SUPPLIED ENTRIES Block Start

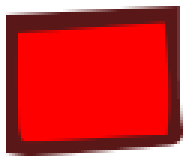
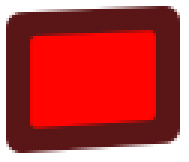
Comparing the layer stacks of the two (189, 162) images. Changes:
added layer "Vector Smart Object" above "Layer 2" over (6, 6, 180, 153)
hid "Layer 2" over (6, 6, 183, 156)
hid "Vector Smart Object1" over (6, 6, 183, 156)
hid "Layer 1" over (15, 21, 174, 144)

SUPPLIED ENTRIES Block End

> **WORK ORDER**:
Beginning with the line that contains "6, 180, 153)", restate word for word each line through the last one in the data, and write nothing more.

> **YOUR SOLUTION**:
added layer "Vector Smart Object" above "Layer 2" over (6, 6, 180, 153)
hid "Layer 2" over (6, 6, 183, 156)
hid "Vector Smart Object1" over (6, 6, 183, 156)
hid "Layer 1" over (15, 21, 174, 144)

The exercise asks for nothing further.